One such site is the Hao Hao Report, a Digg-like social bookmarking/link sharing site that focuses on blog posts and news articles related to China (I live in China, so there’s a vested interest).
Virtually since its inception I ran the Hao Hao Report on Pligg, and as much as I support the effort that the Pligg developers have put into the piece of Webware, in the two years I used it, it gave me a rather painful headache.
Though it’s touted as an “open-source content management system”, the last bit is a misnomer in my opinion. The term “content management system (CMS)” carries with it a certain weight and generally intends that it would provide a simplified method by which to manage content – any content. Pligg can’t, in any easy way, manage anything outside of what it is intended to do – be a link submission service.
In addition, the project’s templating system makes upgrading to new versions a painful experience. Should you customize your Pligg site’s design to any degree, you will need to spend hours upon any upgrade combing through the Smarty-based templates updating core changes.
That I had to hack the core code just to allow myself, the administrator, the ability to physically delete (as in remove from the database completely) stories and users from the site did not add to my coziness with Pligg. In the spam-filled world we live in, this ability shouldn’t be a patch after-thought, it should be the standard.
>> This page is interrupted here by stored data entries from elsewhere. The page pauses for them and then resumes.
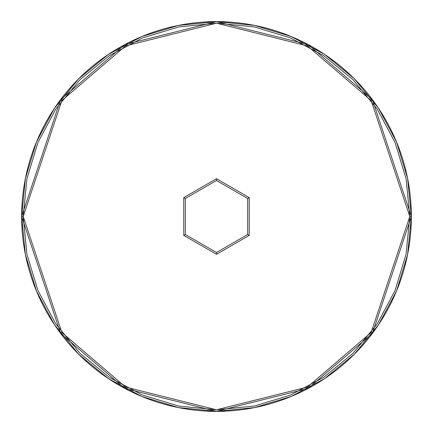 <?xml version="1.0" encoding="UTF-8"?>
<svg xmlns="http://www.w3.org/2000/svg" width="433" height="433" viewBox="0 0 433 433"><rect width="100%" height="100%" fill="white"/><g stroke="black" fill="none" stroke-linecap="round" stroke-linejoin="round"><path stroke-width="0.65" d="M411.35 216.5L409.791 216.5L371.135 332.474L307.462 387.053L216.5 409.791L125.538 387.053L61.865 332.474L23.209 216.5L26.922 254.209L37.92 290.467L55.787 323.889L79.824 353.176L109.111 377.213L142.533 395.08L178.791 406.078L216.5 409.791L254.209 406.078L290.467 395.08L323.889 377.213L353.176 353.176L377.213 323.889L395.08 290.467L406.078 254.209L409.791 216.5L406.078 178.791L395.08 142.533L377.213 109.111L353.176 79.824L323.889 55.787L290.467 37.92L254.209 26.922L216.5 23.209L178.791 26.922L142.533 37.92L109.111 55.787L79.824 79.824L55.787 109.111L37.92 142.533L26.922 178.791L23.209 216.5L21.65 216.5L60.62 333.41L124.807 388.428L216.5 411.35L308.193 388.428L372.38 333.41L411.35 216.5L372.38 99.59L308.193 44.572L216.5 21.65L124.807 44.572L60.62 99.59L21.65 216.5L23.209 216.5L61.865 100.526L125.538 45.947L216.5 23.209L307.462 45.947L371.135 100.526L409.791 216.5L411.35 216.5A194.85 194.85 0 0 1 216.5 411.35A194.85 194.85 0 0 1 21.65 216.5A194.85 194.85 0 0 1 216.5 21.65A194.85 194.85 0 0 1 411.35 216.5L407.605 178.488L396.52 141.932L378.55 108.299M249.235 235.4L216.5 254.301L183.765 235.4L183.765 197.6L216.5 178.699L249.235 197.6L249.235 235.4L249.235 197.6L216.5 178.699L216.5 180.501L247.676 198.498L247.676 234.502L216.5 252.499L185.324 234.502L185.324 198.498L216.5 180.501L247.676 198.498L249.235 197.6L247.676 198.498L247.676 234.502L249.235 235.4L247.676 234.502L216.5 252.499L216.5 254.301L249.235 235.4M21.65 216.5L25.395 254.512L36.48 291.068L54.45 324.701M108.245 378.512L78.719 354.281L54.526 324.804M78.806 354.362L108.196 378.474M108.364 378.588L141.932 396.52L178.488 407.605L216.435 411.35M216.5 411.35L208.706 411.35L224.294 411.35L216.5 411.35L254.512 407.605L291.068 396.52L324.696 378.55M411.35 216.565L407.605 254.512L396.52 291.068L378.512 324.755L354.281 354.281L324.755 378.512L354.281 354.281L378.474 324.804M324.755 54.488L354.281 78.719L378.474 108.196M354.194 78.638L324.869 54.563M324.636 54.412L291.068 36.48L254.512 25.395L216.565 21.65M216.5 21.65L224.294 21.65L208.706 21.65L216.5 21.65L178.488 25.395L141.932 36.48L108.304 54.45M21.65 216.435L25.395 178.488L36.48 141.932L54.488 108.245L78.719 78.719L108.245 54.488L78.719 78.719L54.526 108.196L78.719 78.719L108.131 54.563M54.488 324.755L78.719 354.281M324.755 378.512L354.281 354.281M378.512 108.245L354.281 78.719M108.245 54.488L78.719 78.719L54.526 108.196M216.5 180.501L216.5 178.699L183.765 197.6L185.324 198.498L216.5 180.501M185.324 198.498L183.765 197.6L183.765 235.4L185.324 234.502L185.324 198.498M185.324 234.502L183.765 235.4L216.5 254.301L216.5 252.499L185.324 234.502"/></g></svg>

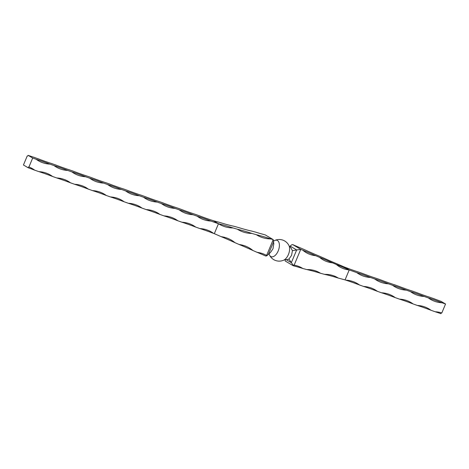 <?xml version="1.0" encoding="UTF-8"?>
<svg xmlns="http://www.w3.org/2000/svg" width="469" height="469" viewBox="0 0 469 469"><rect width="100%" height="100%" fill="white"/><g stroke="black" fill="none" stroke-linecap="round" stroke-linejoin="round"><path stroke-width="0.7" d="M431.07 310.302A35.163 3.095 22.7 0 0 417.304 305.436A35.163 29.488 -59.5 0 1 428.942 308.901A35.163 29.488 -59.5 0 1 431.07 310.302L435.197 311.762A35.163 3.095 22.7 0 1 440.889 313.655A1.073 0.575 109.5 0 1 441.669 312.929M284.97 259.55L285.234 261.016L293.301 265.776L293.09 265.108L294.133 265.149L300.746 249.344L292.679 244.584A35.163 2.023 -154.6 0 0 301.356 248.3L305.495 250.106A35.163 2.023 -154.6 0 0 319.295 256.127L323.44 257.932A35.163 2.023 -154.6 0 0 337.24 263.947L344.826 267.201A35.163 3.095 -157.3 0 0 358.592 272.067L362.719 273.527A35.163 3.095 -157.3 0 0 376.478 278.393L380.611 279.852A35.163 3.095 -157.3 0 0 394.37 284.718L398.498 286.178A35.163 3.095 -157.3 0 0 412.263 291.044L416.39 292.504A35.163 3.095 -157.3 0 0 430.155 297.369L434.282 298.829A35.163 3.095 -157.3 0 0 440.977 301.315L445.55 304.012L441.804 312.97A35.163 29.488 -59.5 0 0 435.197 311.762M286.043 259.574L291.337 262.669L296.666 249.942L290.164 246.114L291.654 244.812L292.679 244.584M289.262 246.436L290.68 247.48L292.433 250.651L291.56 255.394L288.904 259.087L293.09 265.108M293.834 265.079L294.133 265.149A35.163 28.375 -60.4 0 1 301.749 267.858A35.163 28.375 -60.4 0 1 302.786 268.479L306.878 269.587A35.163 28.375 -60.4 0 1 319.477 272.641A35.163 28.375 -60.4 0 1 320.515 273.269L324.601 274.371A35.163 28.375 -60.4 0 1 337.205 277.425A35.163 28.375 -60.4 0 1 338.237 278.053L345.055 279.893L349.217 269.951A35.163 28.375 -60.4 0 1 339.943 267.019A35.163 28.375 -60.4 0 1 336.332 264.475A35.163 2.023 -154.6 0 1 349.217 269.951L344.14 266.961M292.433 250.651L300.746 249.344L302.833 250.229A35.163 2.023 -154.6 0 1 315.719 255.711L319.582 257.352A35.163 2.023 -154.6 0 1 332.468 262.828L336.332 264.475M290.164 246.114L289.514 246.753M273.779 241.019A8.706 4.678 109.5 0 1 274.605 240.533A10.816 10.816 0 0 1 288.968 245.609A8.706 4.678 109.5 0 1 289.408 246.911A8.706 4.678 109.5 0 1 288.417 254.526A8.706 4.678 109.5 0 1 285.011 259.357A8.706 4.678 109.5 0 1 283.851 260.096A10.816 10.816 0 0 1 269.487 255.019A8.706 4.678 109.5 0 1 269.147 254.116M288.904 259.087L286.354 259.72L284.595 259.638M274.605 240.533A8.706 4.678 109.5 0 1 278.991 242.573A8.706 4.678 109.5 0 1 278.205 250.915A8.706 4.678 109.5 0 1 269.487 255.019M332.468 262.828A35.163 28.375 -60.4 0 1 323.194 259.896A35.163 28.375 -60.4 0 1 319.582 257.352M315.719 255.711A35.163 28.375 -60.4 0 1 306.445 252.773A35.163 28.375 -60.4 0 1 302.833 250.229M302.786 268.479A35.163 4.157 20 0 0 293.301 265.776M338.237 278.053A35.163 4.157 20 0 0 324.601 274.371M320.515 273.269A35.163 4.157 20 0 0 306.878 269.587M273.802 243.587L272.981 248.822L270.531 252.357L266.802 255.816L265.776 256.045A35.163 2.023 25.4 0 0 257.1 252.328L252.961 250.522A35.163 2.023 25.4 0 0 239.155 244.501L235.016 242.696A35.163 2.023 25.4 0 0 221.216 236.681L214.315 233.668L218.472 223.725L213.401 220.735L220.213 222.576A35.163 4.157 -160 0 0 233.849 226.257L237.941 227.359A35.163 4.157 -160 0 0 251.577 231.041L255.669 232.143A35.163 4.157 -160 0 0 265.155 234.852L273.222 239.612L270.865 238.926A35.163 30.508 -58.4 0 1 256.309 234.705L251.947 233.439A35.163 30.508 -58.4 0 1 237.39 229.218L233.029 227.952A35.163 30.508 -58.4 0 1 218.472 223.725A35.163 4.157 -160 0 1 233.029 227.952M273.855 244.079L273.222 239.612L266.609 255.417L266.802 255.816L266.609 255.417A35.163 30.508 -58.4 0 0 257.1 252.328M268.286 254.515L273.609 241.793M221.216 236.681A35.163 30.508 -58.4 0 1 231.868 240.427A35.163 30.508 -58.4 0 1 235.016 242.696M239.155 244.501A35.163 30.508 -58.4 0 1 249.807 248.253A35.163 30.508 -58.4 0 1 252.961 250.522M237.39 229.218A35.163 4.157 -160 0 1 251.947 233.439M256.309 234.705A35.163 4.157 -160 0 1 270.865 238.926M445.55 304.012L442.109 302.792A35.163 3.095 22.7 0 0 428.349 297.926L424.216 296.472A35.163 3.095 22.7 0 0 410.457 291.607L406.33 290.147A35.163 3.095 22.7 0 0 392.565 285.281L388.438 283.821A35.163 3.095 22.7 0 0 374.672 278.955L370.545 277.496A35.163 3.095 22.7 0 0 356.786 272.63L349.217 269.951M345.747 280.134A35.163 29.488 -59.5 0 1 357.384 283.598A35.163 29.488 -59.5 0 1 359.506 285A35.163 3.095 22.7 0 0 345.747 280.134L345.055 279.893M363.633 286.459A35.163 29.488 -59.5 0 1 375.27 289.924A35.163 29.488 -59.5 0 1 377.398 291.325A35.163 3.095 22.7 0 0 363.633 286.459L359.506 285M381.526 292.785A35.163 29.488 -59.5 0 1 393.163 296.25A35.163 29.488 -59.5 0 1 395.291 297.651A35.163 3.095 22.7 0 0 381.526 292.785L377.398 291.325M399.418 299.111A35.163 29.488 -59.5 0 1 411.055 302.575A35.163 29.488 -59.5 0 1 413.177 303.976A35.163 3.095 22.7 0 0 399.418 299.111L395.291 297.651M417.304 305.436L413.177 303.976M428.349 297.926A35.163 29.488 120.5 0 0 430.472 299.333A35.163 29.488 120.5 0 0 442.109 302.792M410.457 291.607A35.163 29.488 120.5 0 0 412.579 293.008A35.163 29.488 120.5 0 0 424.216 296.472M392.565 285.281A35.163 29.488 120.5 0 0 394.693 286.682A35.163 29.488 120.5 0 0 406.33 290.147M374.672 278.955A35.163 29.488 120.5 0 0 376.8 280.356A35.163 29.488 120.5 0 0 388.438 283.821M356.786 272.63A35.163 29.488 120.5 0 0 358.908 274.031A35.163 29.488 120.5 0 0 370.545 277.496M213.63 233.427A35.163 3.095 22.7 0 0 199.864 228.561A35.163 29.488 -59.5 0 1 211.501 232.02A35.163 29.488 -59.5 0 1 213.63 233.427L214.315 233.668M195.737 227.102A35.163 3.095 22.7 0 0 181.972 222.236A35.163 29.488 -59.5 0 1 193.609 225.695A35.163 29.488 -59.5 0 1 195.737 227.102L199.864 228.561M177.845 220.776A35.163 3.095 22.7 0 0 164.086 215.91A35.163 29.488 -59.5 0 1 175.723 219.369A35.163 29.488 -59.5 0 1 177.845 220.776L181.972 222.236M159.952 214.45A35.163 3.095 22.7 0 0 146.193 209.584A35.163 29.488 -59.5 0 1 157.83 213.043A35.163 29.488 -59.5 0 1 159.952 214.45L164.086 215.91M142.066 208.125A35.163 3.095 22.7 0 0 128.301 203.259A35.163 29.488 -59.5 0 1 139.938 206.718A35.163 29.488 -59.5 0 1 142.066 208.125L146.193 209.584M124.174 201.799A35.163 3.095 22.7 0 0 110.408 196.933A35.163 29.488 -59.5 0 1 122.046 200.392A35.163 29.488 -59.5 0 1 124.174 201.799L128.301 203.259M106.281 195.473A35.163 3.095 22.7 0 0 92.522 190.607A35.163 29.488 -59.5 0 1 104.159 194.066A35.163 29.488 -59.5 0 1 106.281 195.473L110.408 196.933M88.389 189.148A35.163 3.095 22.7 0 0 74.63 184.282A35.163 29.488 -59.5 0 1 86.267 187.741A35.163 29.488 -59.5 0 1 88.389 189.148L92.522 190.607M70.502 182.822A35.163 3.095 22.7 0 0 56.737 177.956A35.163 29.488 -59.5 0 1 68.374 181.415A35.163 29.488 -59.5 0 1 70.502 182.822L74.63 184.282M52.61 176.496A35.163 3.095 22.7 0 0 38.845 171.631A35.163 29.488 -59.5 0 1 50.482 175.089A35.163 29.488 -59.5 0 1 52.61 176.496L56.737 177.956M213.401 220.735L212.709 220.489A35.163 3.095 -157.3 0 1 198.95 215.623L194.817 214.163A35.163 3.095 -157.3 0 1 181.057 209.297L176.93 207.837A35.163 3.095 -157.3 0 1 163.165 202.971L159.038 201.512A35.163 3.095 -157.3 0 1 145.273 196.652L141.146 195.192A35.163 3.095 -157.3 0 1 127.386 190.326L123.253 188.866A35.163 3.095 -157.3 0 1 109.494 184L105.367 182.541A35.163 3.095 -157.3 0 1 91.602 177.675L87.474 176.215A35.163 3.095 -157.3 0 1 73.709 171.349L69.582 169.889A35.163 3.095 -157.3 0 1 55.823 165.024L51.696 163.564A35.163 3.095 -157.3 0 1 37.93 158.698L33.803 157.238A35.163 3.095 -157.3 0 1 28.111 155.345L32.683 158.041L28.937 166.999A35.163 29.488 -59.5 0 1 32.596 168.764A35.163 29.488 -59.5 0 1 34.718 170.171L38.845 171.631M34.718 170.171A35.163 3.095 22.7 0 0 28.023 167.685L23.45 164.988L27.196 156.03A35.163 29.488 120.5 0 0 27.331 156.071M32.683 158.041L36.125 159.255A35.163 29.488 120.5 0 0 38.253 160.662A35.163 29.488 120.5 0 0 49.89 164.121A35.163 3.095 22.7 0 0 36.125 159.255M49.89 164.121L54.017 165.58A35.163 29.488 120.5 0 0 56.139 166.987A35.163 29.488 120.5 0 0 67.776 170.446A35.163 3.095 22.7 0 0 54.017 165.58M67.776 170.446L71.909 171.906A35.163 29.488 120.5 0 0 74.032 173.313A35.163 29.488 120.5 0 0 85.669 176.772A35.163 3.095 22.7 0 0 71.909 171.906M85.669 176.772L89.796 178.232A35.163 29.488 120.5 0 0 91.924 179.639A35.163 29.488 120.5 0 0 103.561 183.098A35.163 3.095 22.7 0 0 89.796 178.232M103.561 183.098L107.688 184.557A35.163 29.488 120.5 0 0 109.816 185.964A35.163 29.488 120.5 0 0 121.453 189.423A35.163 3.095 22.7 0 0 107.688 184.557M121.453 189.423L125.581 190.883A35.163 29.488 120.5 0 0 127.703 192.29A35.163 29.488 120.5 0 0 139.34 195.749A35.163 3.095 22.7 0 0 125.581 190.883M139.34 195.749L143.473 197.209A35.163 29.488 120.5 0 0 145.595 198.616A35.163 29.488 120.5 0 0 157.232 202.075A35.163 3.095 22.7 0 0 143.473 197.209M157.232 202.075L161.359 203.534A35.163 29.488 120.5 0 0 163.488 204.941A35.163 29.488 120.5 0 0 175.125 208.4A35.163 3.095 22.7 0 0 161.359 203.534M175.125 208.4L179.252 209.86A35.163 29.488 120.5 0 0 181.38 211.267A35.163 29.488 120.5 0 0 193.017 214.726A35.163 3.095 22.7 0 0 179.252 209.86M193.017 214.726L197.144 216.186A35.163 29.488 120.5 0 0 199.266 217.593A35.163 29.488 120.5 0 0 210.903 221.051A35.163 3.095 22.7 0 0 197.144 216.186M210.903 221.051L218.472 223.725M28.111 155.345A1.073 0.575 109.5 0 1 27.261 156.06A1.073 0.575 109.5 0 1 27.196 156.03M28.023 167.685A1.073 0.575 109.5 0 1 28.89 166.976A1.073 0.575 109.5 0 1 28.937 166.999M286.547 259.773L287.726 260.535M269.042 253.711L269.188 254.192L268.942 253.876M273.445 241.265L273.855 240.99L273.486 241.078M270.033 252.803L270.531 252.357"/></g></svg>
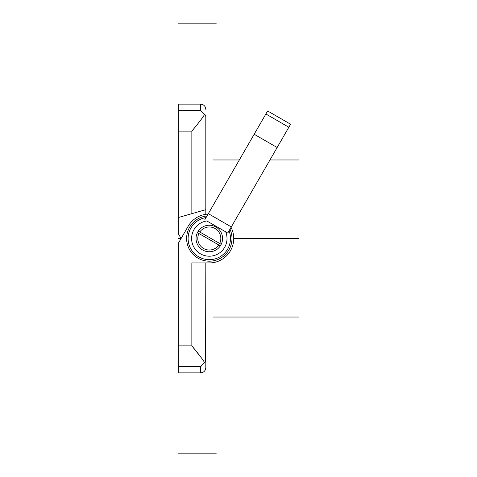 <?xml version="1.0" encoding="UTF-8"?>
<svg xmlns="http://www.w3.org/2000/svg" width="477" height="477" viewBox="0 0 477 477"><rect width="100%" height="100%" fill="white"/><g stroke="black" fill="none" stroke-linecap="round" stroke-linejoin="round"><path stroke-width="0.72" d="M205.814 267.347L205.581 361.518M201.407 366.02L200.578 366.414L204.663 362.639L203.464 360.743M201.896 358.519L191.855 345.861C198.295 353.612 202.564 359.205 204.663 362.639L205.814 360.475L205.814 367.642L205.814 262.934L209.308 262.934A24.434 24.434 0 0 0 231.053 227.362M208.079 214.101A24.434 24.434 0 0 0 188.147 226.283L178.243 243.437L178.243 372.877L200.578 372.877C203.762 372.567 205.504 370.82 205.814 367.642M205.814 294.345L205.814 339.719M178.243 345.861L191.855 345.861L191.855 262.934L209.308 262.934M205.814 214.066L208.097 214.066L205.814 214.066L205.814 116.525L204.663 114.361C202.564 117.801 198.295 123.388 191.855 131.139L191.855 213.654L205.814 209.653L178.243 217.56L178.243 131.139L191.855 131.139L197.478 124.199M203.518 116.179L204.663 114.361L200.578 110.586L200.578 104.123L178.243 104.123L178.243 131.139M205.814 116.525L205.814 137.281M204.693 114.385L205.146 114.808M178.243 110.586L200.632 110.604M178.243 238.5L181.093 238.5L178.243 238.5L181.093 238.5L178.243 233.563L178.243 217.56M205.814 182.655L205.814 209.653M199.935 121.075L201.896 118.481M199.797 232.001L219.688 243.485A11.52 11.52 0 0 0 215.067 228.525A11.52 11.52 0 0 0 199.797 232.001L198.283 231.124L199.797 232.001M198.921 233.515L218.818 244.999A11.52 11.52 0 0 1 203.548 248.475A11.52 11.52 0 0 1 198.921 233.515L197.406 232.639L198.921 233.515M219.688 243.485L221.203 244.361A13.261 13.261 0 0 0 215.938 227.016A13.261 13.261 0 0 0 197.406 232.639A13.261 13.261 0 0 0 202.671 249.984A13.261 13.261 0 0 0 220.332 245.876L218.818 244.999L220.332 245.876A13.261 13.261 0 0 0 221.203 244.361L219.688 243.485M206.857 220.964L227.773 233.038L206.857 220.964A17.703 17.703 0 0 0 192.028 242.376A17.703 17.703 0 0 0 214.584 255.398A17.703 17.703 0 0 0 225.716 231.852M204.8 219.778L267.627 110.962L290.594 124.229L227.773 233.038M207.024 215.926A22.687 22.687 0 0 0 197.961 258.146A22.687 22.687 0 0 0 229.997 229.193M254.175 134.252L277.149 147.512M233.736 238.5L298.757 238.5M178.243 23.85L216.284 23.85M213.147 317.032L298.757 317.032L213.147 317.032M178.243 453.15L216.284 453.15M213.147 159.968L239.329 159.968L213.147 159.968M298.757 159.968L269.958 159.968L298.757 159.968M178.243 366.414L200.578 366.414L200.578 372.877M206.082 217.56A21.185 21.185 0 0 0 188.653 243.234A21.185 21.185 0 0 0 215.526 258.749A21.185 21.185 0 0 0 229.049 230.826M208.33 213.666L231.303 226.927M265.88 113.985L288.853 127.246M200.578 104.123C203.762 104.433 205.504 106.18 205.814 109.358"/></g></svg>

For an unknown reason Pligg only allows admins to “unpublish” spam and “block” users – leaving the hundreds or thousands of entries and spam users plugging up the database with junk.
Spam is another area where the Pligg project is still just taking baby steps – unfortunately where they are just learning to crawl, spammers are already in full-sprint. The Pligg forum is littered with reports of Pligg sites being blasted with unmanageable spam, and the Pligg core being able to do little but watch in horror.
But the proverbial straw for me was when the Pligg project launched Pligg PRO, a pay-for-use collection of Pligg addons. Don’t get me wrong, obviously I support people making money off their hard work, and in principle have no argument with Pligg developers doing so. However, when the core software is still in beta (after more than 3 years of development – it’s still not at version 1.0) and the project’s main page puts focus on paid development, something in this open-source community has gone terribly wrong.
So, for all these reasons I had been eager to find an alternative, but was somewhat stuck as I had a developed a community of 500+ members and thousands of submissions – a migration was essential.
Drigg offered all the essential components that I required from Pligg, and because it was built on top of the powerful Drupal platform, I am now able to expand the site in any direction I wish with just a few clicks. New pages, additional features, a massive library of expansion modules, are all quick to add.
What’s more, Drigg comes with a Pligg migration script – which, though less than perfect, imported my rather huge collection of users and content with very few problems (backup backup backup!).
Now Drigg is missing a few things that I liked about Pligg, namely the External Vote Module, an Ajax-based “Live” page and a few other nifty gadgets that Pligg has. However, most, if not all, seem to be on the development map for Drigg, and in my opinion the gains far out-weighed the few toys that I’d have to go without.
Spam is still an issue, but instead of relying on the relatively small Pligg community to help, I have the entire resources of the large, well-established Drupal community at my disposal.